The truth is that the political will has been lacking. Had there been a programmatic platform between authentically reformist forces of social democratic inspiration (as D'Alema claims to be) and liberal democratic and Catholic forces (Renzi, Prodi) it would have been entirely possible. However great the differences may be, none of these forces wants to leave Europe or the Euro and, even on questions of development policies, if one reasoned with realism and intellectual honesty, an agreement would be possible.

No one has the recipe in their pocket, but some ideas on how to pave the way for a new economic era exist and are the common heritage of reformist forces throughout Europe. He summarized them in an exemplary wayEconomist: “To pave the way for a new era of development – ​​wrote the English weekly – we must try to get capitalism back in motion by using the State to correct market failures and to bend corporate interests. At the same time entrepreneurial initiative must be encouraged because it is the only one capable of drawing abundance from scarcity and creating dynamism where there is stagnation”.

Thinking about it, this is also the great lesson of Keynes, but also of Shumpeter and, to stay in Italy, it is the lesson of Beneduce, Menichella and Federico Caffè.
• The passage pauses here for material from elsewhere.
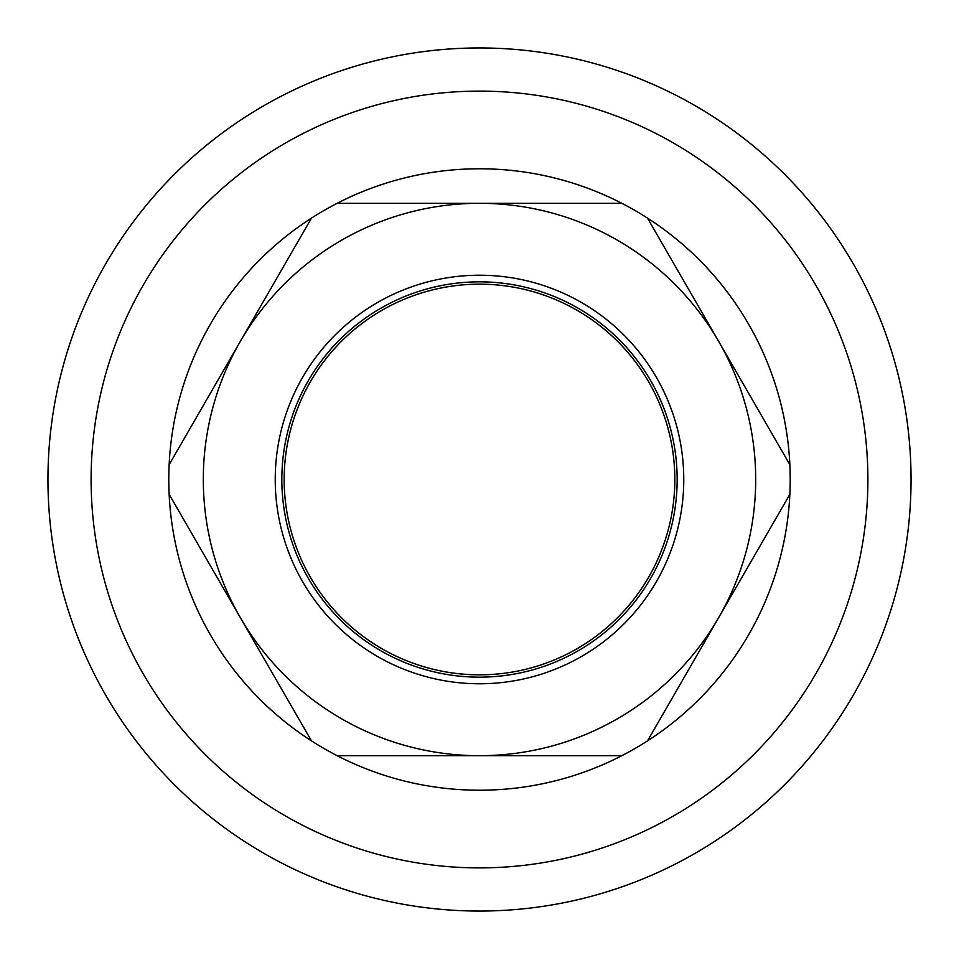 <?xml version="1.0" encoding="UTF-8"?>
<svg xmlns="http://www.w3.org/2000/svg" width="959" height="959" viewBox="0 0 959 959"><rect width="100%" height="100%" fill="white"/><g stroke="black" fill="none" stroke-linecap="round" stroke-linejoin="round"><path stroke-width="1.44" d="M674.824 479.5A195.324 195.324 0 0 1 381.838 648.656A195.324 195.324 0 0 1 381.838 310.344A195.324 195.324 0 0 1 674.824 479.5M275.233 479.5A204.267 204.267 0 0 1 581.634 302.6A204.267 204.267 0 0 1 581.634 656.4A204.267 204.267 0 0 1 275.233 479.5M281.838 479.5A197.662 197.662 0 0 0 578.325 650.681A197.662 197.662 0 0 0 578.325 308.318A197.662 197.662 0 0 0 281.838 479.5M911.05 479.5A431.55 431.55 0 0 0 263.725 105.766A431.55 431.55 0 0 0 263.725 853.234A431.55 431.55 0 0 0 911.05 479.5M240.313 617.596L169.144 494.317A310.716 310.716 0 0 1 169.144 464.683L240.313 341.404A276.192 276.192 0 0 0 479.5 755.692L337.148 755.692A310.716 310.716 0 0 1 311.483 740.875L240.313 617.596M337.148 203.308L479.5 203.308A276.192 276.192 0 0 0 240.313 341.404L311.483 218.125A310.716 310.716 0 0 1 647.517 218.125L789.856 464.683A310.716 310.716 0 0 1 789.856 494.317L647.517 740.875A310.716 310.716 0 0 1 621.852 755.692L479.5 755.692A276.192 276.192 0 0 0 718.687 341.404A276.192 276.192 0 0 0 479.5 203.308L621.852 203.308M337.148 755.692A310.716 310.716 0 0 0 621.852 755.692M647.517 740.875A310.716 310.716 0 0 0 789.856 494.317M789.856 464.683A310.716 310.716 0 0 0 647.517 218.125M169.144 494.317A310.716 310.716 0 0 0 311.483 740.875M47.95 479.5A431.55 431.55 0 0 0 695.275 853.234A431.55 431.55 0 0 0 695.275 105.766A431.55 431.55 0 0 0 47.95 479.5M91.105 479.5A388.395 388.395 0 0 0 673.697 815.857A388.395 388.395 0 0 0 673.697 143.143A388.395 388.395 0 0 0 91.105 479.5A388.395 388.395 0 0 0 673.697 815.857A388.395 388.395 0 0 0 673.697 143.143A388.395 388.395 0 0 0 91.105 479.5M311.483 218.125A310.716 310.716 0 0 0 169.144 464.683"/></g></svg>
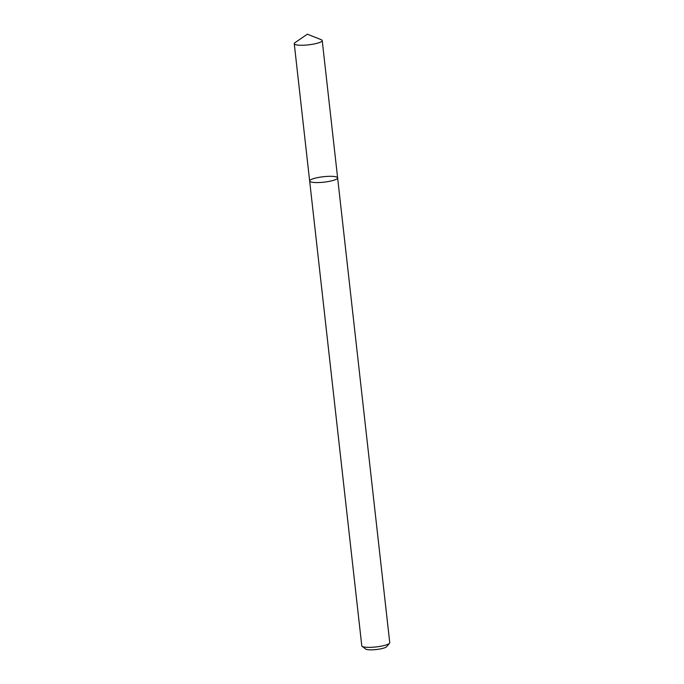 <?xml version="1.0" encoding="UTF-8"?>
<svg xmlns="http://www.w3.org/2000/svg" width="684" height="684" viewBox="0 0 684 684"><rect width="100%" height="100%" fill="white"/><g stroke="black" fill="none" stroke-linecap="round" stroke-linejoin="round"><path stroke-width="1.03" d="M362.118 646.294A14.073 2.736 -6.4 0 0 366.709 647.295A14.073 2.736 -6.4 0 0 380.492 646.303A14.073 2.736 -6.4 0 0 389.538 643.225L386.657 646.688A10.764 2.086 -6.4 0 1 379.74 649.039A10.764 2.086 -6.4 0 1 369.206 649.8A10.764 2.086 -6.4 0 1 365.692 649.039L362.118 646.294A14.073 2.736 -6.4 0 1 361.785 645.79L309.655 181.012A14.073 2.736 -6.4 0 0 314.58 182.517A14.073 2.736 -6.4 0 0 329.645 181.277A14.073 2.736 -6.4 0 0 337.622 177.874A14.073 2.736 -6.4 0 0 323.327 176.728A14.073 2.736 -6.4 0 0 309.655 181.012A14.073 2.736 -6.4 0 0 314.58 182.517A14.073 2.736 -6.4 0 0 329.645 181.277A14.073 2.736 -6.4 0 0 337.622 177.874L322.215 40.553A14.073 2.736 -6.4 0 0 321.266 39.715L307.347 34.2L294.992 42.664A14.073 2.736 -6.4 0 0 294.248 43.691A14.073 2.736 -6.4 0 0 299.173 45.195A14.073 2.736 -6.4 0 0 314.238 43.956A14.073 2.736 -6.4 0 0 322.215 40.553M389.538 643.225A14.073 2.736 -6.4 0 0 389.752 642.652L337.622 177.874M309.655 181.012L294.248 43.691"/></g></svg>

When it is possible, with adequate policies, to create a virtuous circuit between government action, entrepreneurial initiative and the market, as has often happened in the past, then the economy returns to growth and employment also grows. The 5 stars will never be the party of growth because they are in favor of "happy degrowth", they are pauperists and welfarists.

The burden of promoting growth lies with the reformist forces and the more they will be able to do it the more they are united. D'Alema and Bersani have called themselves out and in doing so they have done damage to themselves and to the country. Feel sorry for them. The reformist forces must quickly come to terms with it and resume their initiative with impetus.